── Input data

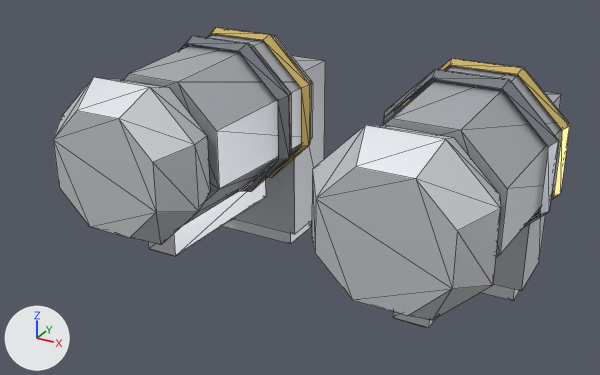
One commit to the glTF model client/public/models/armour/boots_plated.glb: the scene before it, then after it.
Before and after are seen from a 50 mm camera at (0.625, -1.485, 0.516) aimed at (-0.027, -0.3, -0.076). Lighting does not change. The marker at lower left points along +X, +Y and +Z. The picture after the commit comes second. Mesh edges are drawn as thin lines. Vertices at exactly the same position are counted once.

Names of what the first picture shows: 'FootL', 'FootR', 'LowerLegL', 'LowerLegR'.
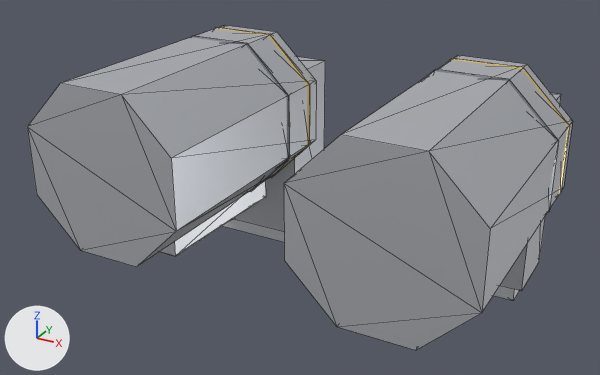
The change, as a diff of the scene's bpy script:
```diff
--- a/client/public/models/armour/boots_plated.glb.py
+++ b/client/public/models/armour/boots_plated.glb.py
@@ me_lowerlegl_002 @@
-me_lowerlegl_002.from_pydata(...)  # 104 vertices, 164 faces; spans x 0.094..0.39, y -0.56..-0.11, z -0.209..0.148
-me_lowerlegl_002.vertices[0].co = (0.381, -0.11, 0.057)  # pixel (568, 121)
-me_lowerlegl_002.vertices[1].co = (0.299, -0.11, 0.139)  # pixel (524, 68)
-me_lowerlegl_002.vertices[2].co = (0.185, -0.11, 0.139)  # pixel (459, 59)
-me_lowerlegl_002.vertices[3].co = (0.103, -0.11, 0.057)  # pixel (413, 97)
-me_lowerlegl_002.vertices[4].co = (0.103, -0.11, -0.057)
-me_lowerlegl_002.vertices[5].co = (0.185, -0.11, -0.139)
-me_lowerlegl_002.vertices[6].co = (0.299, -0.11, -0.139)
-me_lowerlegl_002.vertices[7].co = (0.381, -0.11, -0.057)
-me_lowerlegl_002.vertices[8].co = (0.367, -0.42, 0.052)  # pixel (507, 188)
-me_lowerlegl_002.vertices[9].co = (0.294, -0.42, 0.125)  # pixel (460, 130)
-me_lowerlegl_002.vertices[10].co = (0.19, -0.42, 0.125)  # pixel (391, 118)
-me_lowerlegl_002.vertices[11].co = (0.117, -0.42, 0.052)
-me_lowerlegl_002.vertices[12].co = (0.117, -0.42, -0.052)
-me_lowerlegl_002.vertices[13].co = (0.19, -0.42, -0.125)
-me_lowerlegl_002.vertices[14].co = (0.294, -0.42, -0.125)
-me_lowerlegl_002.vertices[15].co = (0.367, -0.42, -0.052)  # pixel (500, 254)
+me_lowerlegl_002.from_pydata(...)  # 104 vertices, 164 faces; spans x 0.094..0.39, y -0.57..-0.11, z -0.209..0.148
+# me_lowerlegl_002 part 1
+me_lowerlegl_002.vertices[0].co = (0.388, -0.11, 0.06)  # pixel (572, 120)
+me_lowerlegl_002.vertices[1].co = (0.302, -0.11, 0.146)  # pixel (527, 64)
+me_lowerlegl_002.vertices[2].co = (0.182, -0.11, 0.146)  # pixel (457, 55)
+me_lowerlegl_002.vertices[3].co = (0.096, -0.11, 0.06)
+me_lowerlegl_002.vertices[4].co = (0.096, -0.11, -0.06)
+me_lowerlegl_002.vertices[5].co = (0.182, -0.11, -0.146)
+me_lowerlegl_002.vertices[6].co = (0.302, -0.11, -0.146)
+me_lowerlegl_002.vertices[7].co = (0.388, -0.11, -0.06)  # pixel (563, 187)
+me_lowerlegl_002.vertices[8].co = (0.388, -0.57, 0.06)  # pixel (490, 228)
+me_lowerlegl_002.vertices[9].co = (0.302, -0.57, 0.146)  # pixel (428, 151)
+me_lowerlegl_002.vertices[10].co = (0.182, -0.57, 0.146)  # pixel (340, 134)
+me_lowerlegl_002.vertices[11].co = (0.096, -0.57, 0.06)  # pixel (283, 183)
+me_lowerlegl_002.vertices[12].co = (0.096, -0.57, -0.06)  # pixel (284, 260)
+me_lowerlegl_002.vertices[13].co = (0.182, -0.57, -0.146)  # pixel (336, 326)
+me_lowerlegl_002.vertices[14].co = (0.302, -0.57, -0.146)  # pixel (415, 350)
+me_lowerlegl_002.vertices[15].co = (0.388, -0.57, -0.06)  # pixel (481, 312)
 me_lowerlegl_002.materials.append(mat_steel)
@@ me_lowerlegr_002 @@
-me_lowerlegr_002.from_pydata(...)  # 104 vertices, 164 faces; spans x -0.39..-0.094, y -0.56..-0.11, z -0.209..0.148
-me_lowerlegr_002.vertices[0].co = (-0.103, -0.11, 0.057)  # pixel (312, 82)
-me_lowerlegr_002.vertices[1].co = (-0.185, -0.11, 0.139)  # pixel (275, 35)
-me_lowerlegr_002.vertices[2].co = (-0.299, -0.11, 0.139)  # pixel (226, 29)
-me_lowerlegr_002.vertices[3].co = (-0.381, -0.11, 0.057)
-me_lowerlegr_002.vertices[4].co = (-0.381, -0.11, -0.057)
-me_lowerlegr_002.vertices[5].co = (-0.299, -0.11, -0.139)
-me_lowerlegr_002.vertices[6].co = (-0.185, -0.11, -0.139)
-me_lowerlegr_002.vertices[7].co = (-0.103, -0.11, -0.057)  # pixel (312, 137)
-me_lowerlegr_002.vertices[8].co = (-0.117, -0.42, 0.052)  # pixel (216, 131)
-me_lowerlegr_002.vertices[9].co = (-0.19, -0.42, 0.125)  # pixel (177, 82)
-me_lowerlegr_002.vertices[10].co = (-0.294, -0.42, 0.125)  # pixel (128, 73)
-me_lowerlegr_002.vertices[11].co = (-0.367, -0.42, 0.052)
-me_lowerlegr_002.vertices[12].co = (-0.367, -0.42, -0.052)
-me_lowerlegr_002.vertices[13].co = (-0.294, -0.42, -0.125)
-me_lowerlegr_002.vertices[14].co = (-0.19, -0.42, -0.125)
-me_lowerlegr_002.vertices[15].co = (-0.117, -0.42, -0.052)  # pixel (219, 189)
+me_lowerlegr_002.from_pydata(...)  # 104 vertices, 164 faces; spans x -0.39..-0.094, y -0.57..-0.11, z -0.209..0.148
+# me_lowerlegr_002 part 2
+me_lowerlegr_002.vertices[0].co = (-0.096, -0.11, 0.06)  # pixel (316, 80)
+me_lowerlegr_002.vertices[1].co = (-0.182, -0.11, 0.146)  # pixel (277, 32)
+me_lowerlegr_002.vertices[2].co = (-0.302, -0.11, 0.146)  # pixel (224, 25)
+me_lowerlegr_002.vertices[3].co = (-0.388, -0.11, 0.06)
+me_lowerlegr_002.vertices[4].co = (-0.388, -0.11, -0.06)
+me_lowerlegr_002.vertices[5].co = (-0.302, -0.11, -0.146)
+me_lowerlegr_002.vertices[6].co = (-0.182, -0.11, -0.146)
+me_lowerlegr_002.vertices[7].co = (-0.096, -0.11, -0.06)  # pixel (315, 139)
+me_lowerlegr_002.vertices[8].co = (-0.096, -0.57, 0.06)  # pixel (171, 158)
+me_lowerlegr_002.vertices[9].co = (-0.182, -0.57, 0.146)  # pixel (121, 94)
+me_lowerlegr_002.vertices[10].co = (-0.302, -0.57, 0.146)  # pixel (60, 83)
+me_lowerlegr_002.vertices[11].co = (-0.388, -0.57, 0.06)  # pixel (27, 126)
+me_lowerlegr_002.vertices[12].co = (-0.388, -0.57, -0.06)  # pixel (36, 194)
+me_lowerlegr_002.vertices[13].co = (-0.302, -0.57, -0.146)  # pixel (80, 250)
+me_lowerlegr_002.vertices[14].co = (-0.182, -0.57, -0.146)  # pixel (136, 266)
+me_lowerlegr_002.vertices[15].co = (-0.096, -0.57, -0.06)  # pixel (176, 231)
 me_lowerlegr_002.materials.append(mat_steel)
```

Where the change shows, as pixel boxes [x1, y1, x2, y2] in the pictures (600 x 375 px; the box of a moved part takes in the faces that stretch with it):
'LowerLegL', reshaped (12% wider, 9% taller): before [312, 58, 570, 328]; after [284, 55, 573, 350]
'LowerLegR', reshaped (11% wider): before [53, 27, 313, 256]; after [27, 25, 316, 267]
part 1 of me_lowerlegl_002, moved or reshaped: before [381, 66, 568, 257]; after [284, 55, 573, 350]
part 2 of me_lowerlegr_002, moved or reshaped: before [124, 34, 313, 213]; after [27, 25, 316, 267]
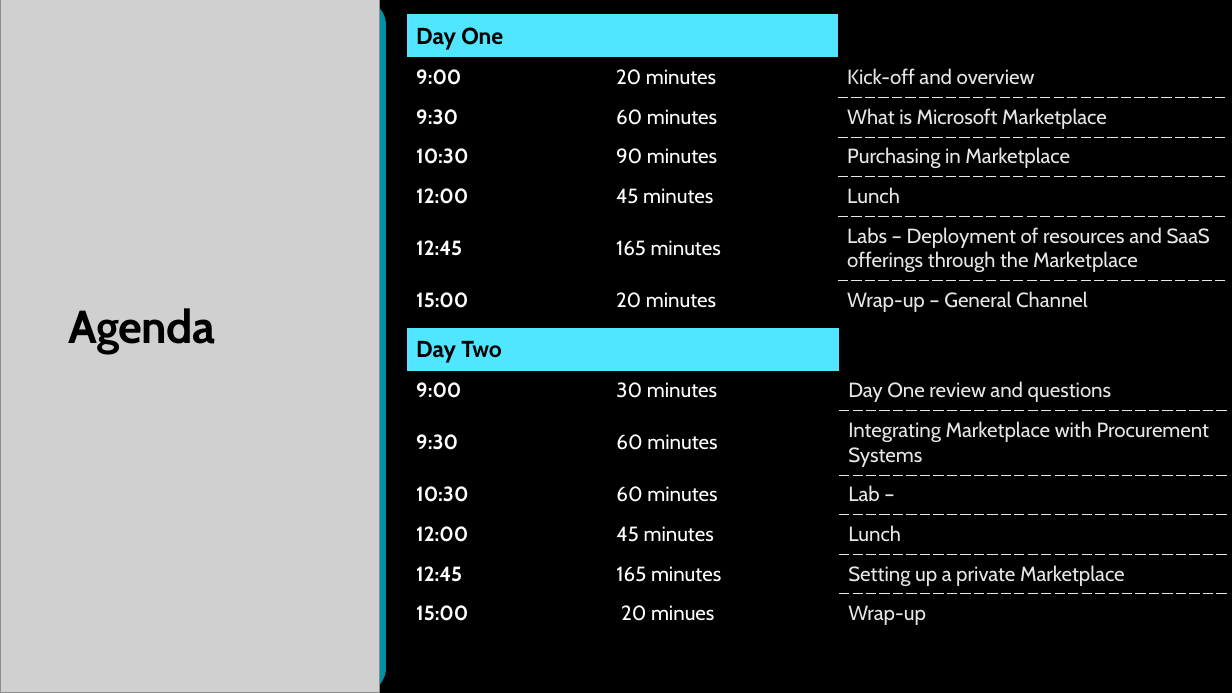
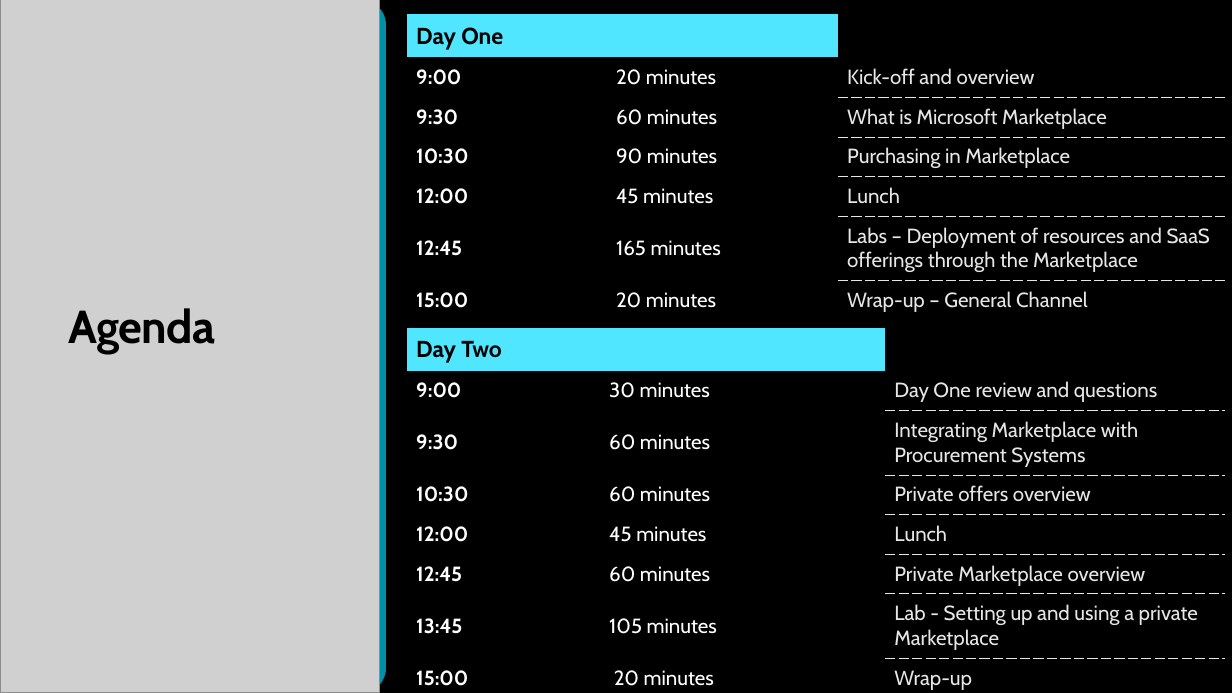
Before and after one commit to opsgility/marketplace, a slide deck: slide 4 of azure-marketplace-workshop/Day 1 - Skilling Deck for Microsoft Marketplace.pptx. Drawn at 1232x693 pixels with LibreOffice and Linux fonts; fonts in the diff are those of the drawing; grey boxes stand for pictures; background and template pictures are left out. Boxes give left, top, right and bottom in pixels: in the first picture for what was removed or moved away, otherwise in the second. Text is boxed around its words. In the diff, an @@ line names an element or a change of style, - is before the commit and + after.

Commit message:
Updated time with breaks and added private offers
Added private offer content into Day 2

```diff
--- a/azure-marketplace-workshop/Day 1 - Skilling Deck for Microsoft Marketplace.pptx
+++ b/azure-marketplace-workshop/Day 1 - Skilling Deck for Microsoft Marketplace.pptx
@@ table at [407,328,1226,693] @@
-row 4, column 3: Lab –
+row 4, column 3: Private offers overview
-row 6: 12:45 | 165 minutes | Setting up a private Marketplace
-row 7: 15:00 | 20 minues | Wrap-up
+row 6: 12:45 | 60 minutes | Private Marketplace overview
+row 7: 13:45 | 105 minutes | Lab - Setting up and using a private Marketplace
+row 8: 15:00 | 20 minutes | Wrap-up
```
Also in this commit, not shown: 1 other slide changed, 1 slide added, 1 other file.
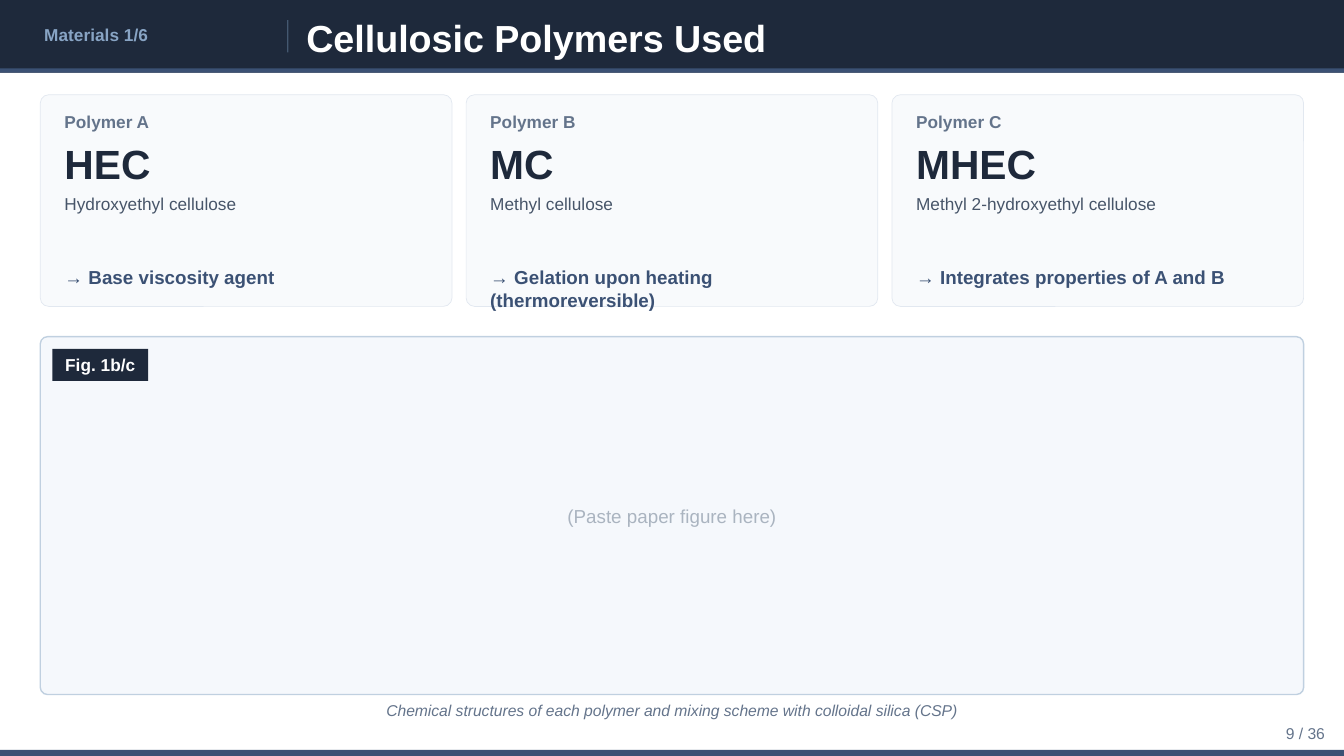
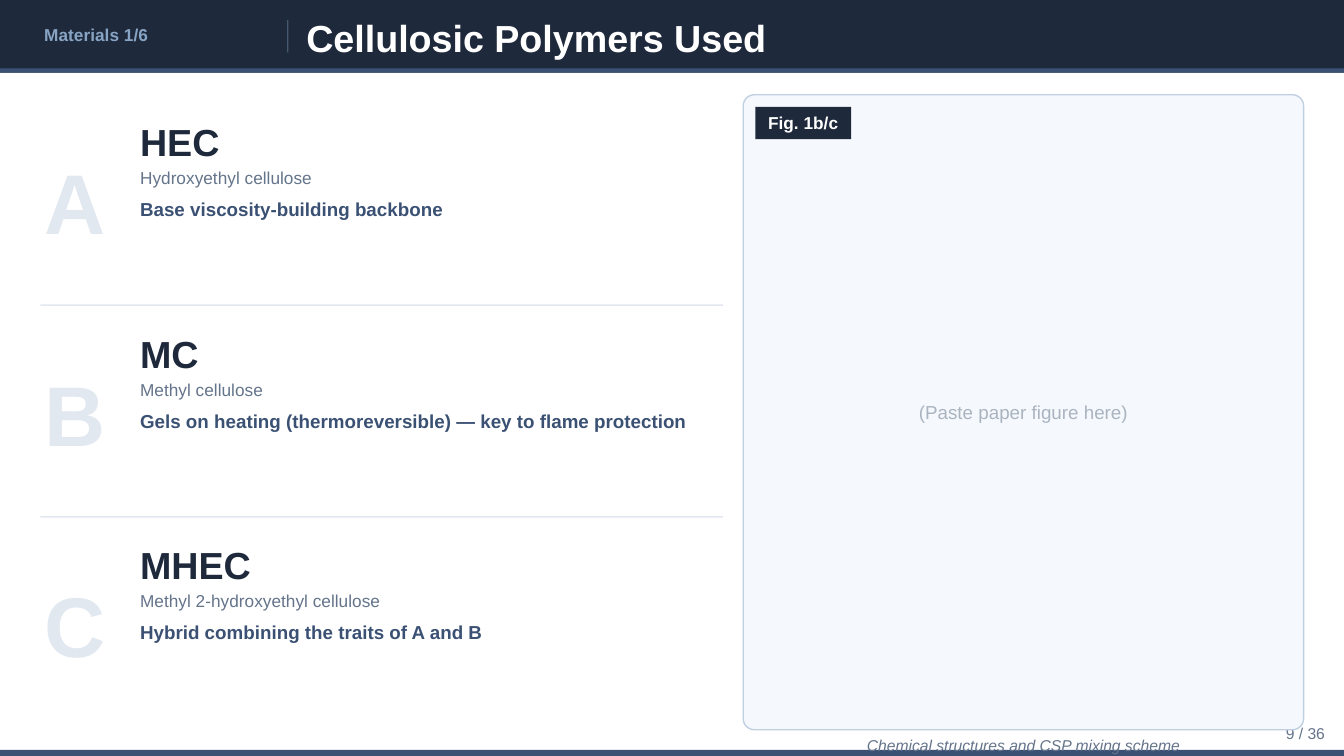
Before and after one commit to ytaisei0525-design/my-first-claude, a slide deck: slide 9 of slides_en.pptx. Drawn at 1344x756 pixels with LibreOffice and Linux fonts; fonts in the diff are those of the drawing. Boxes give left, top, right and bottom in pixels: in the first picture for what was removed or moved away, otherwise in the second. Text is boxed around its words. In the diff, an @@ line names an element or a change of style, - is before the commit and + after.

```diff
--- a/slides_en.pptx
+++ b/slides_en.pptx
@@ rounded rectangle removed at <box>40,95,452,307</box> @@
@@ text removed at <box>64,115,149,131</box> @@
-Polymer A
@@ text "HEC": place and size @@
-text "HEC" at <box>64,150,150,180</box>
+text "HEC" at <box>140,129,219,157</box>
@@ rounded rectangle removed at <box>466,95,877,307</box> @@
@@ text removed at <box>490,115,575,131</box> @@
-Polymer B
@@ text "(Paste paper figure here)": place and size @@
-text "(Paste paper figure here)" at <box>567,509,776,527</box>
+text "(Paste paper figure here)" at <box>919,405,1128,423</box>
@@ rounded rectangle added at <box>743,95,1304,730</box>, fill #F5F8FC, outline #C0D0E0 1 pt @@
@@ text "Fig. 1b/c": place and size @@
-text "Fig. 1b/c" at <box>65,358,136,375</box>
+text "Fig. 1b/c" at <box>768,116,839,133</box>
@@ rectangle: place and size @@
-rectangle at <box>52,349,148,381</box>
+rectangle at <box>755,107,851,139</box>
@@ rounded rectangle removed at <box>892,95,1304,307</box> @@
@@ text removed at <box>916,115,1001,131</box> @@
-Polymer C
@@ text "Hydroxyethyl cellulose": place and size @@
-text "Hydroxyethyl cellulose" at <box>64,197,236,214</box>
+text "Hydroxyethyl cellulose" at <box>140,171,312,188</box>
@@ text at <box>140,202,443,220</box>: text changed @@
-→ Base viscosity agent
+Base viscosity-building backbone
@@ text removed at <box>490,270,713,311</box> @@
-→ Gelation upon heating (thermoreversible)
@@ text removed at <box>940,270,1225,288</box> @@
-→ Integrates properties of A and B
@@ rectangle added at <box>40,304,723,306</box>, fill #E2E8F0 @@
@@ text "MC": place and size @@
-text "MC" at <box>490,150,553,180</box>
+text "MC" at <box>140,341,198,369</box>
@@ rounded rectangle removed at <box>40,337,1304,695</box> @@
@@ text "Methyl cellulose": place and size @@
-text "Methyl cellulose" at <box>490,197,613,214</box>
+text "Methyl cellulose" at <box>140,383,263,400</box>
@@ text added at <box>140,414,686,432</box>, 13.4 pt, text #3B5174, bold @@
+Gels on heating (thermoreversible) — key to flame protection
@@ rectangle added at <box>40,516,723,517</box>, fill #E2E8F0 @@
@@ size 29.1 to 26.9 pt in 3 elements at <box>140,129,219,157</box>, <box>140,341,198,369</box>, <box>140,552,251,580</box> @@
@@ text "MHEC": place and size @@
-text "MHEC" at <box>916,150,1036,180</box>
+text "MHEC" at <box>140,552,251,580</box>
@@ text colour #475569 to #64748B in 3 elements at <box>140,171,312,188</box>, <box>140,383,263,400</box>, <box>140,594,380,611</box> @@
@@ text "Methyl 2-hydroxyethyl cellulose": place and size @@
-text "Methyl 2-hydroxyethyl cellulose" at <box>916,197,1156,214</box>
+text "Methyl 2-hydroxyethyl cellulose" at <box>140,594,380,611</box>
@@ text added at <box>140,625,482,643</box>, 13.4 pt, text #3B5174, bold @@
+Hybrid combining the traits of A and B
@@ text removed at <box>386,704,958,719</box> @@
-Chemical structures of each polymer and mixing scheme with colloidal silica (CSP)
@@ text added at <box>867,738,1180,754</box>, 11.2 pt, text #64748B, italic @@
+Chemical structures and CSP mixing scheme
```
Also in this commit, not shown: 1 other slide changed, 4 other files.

────

In the records above, find each line that holds the word "offers"; copy all such lines.

Response |
Updated time with breaks and added private offers
+row 4, column 3: Private offers overview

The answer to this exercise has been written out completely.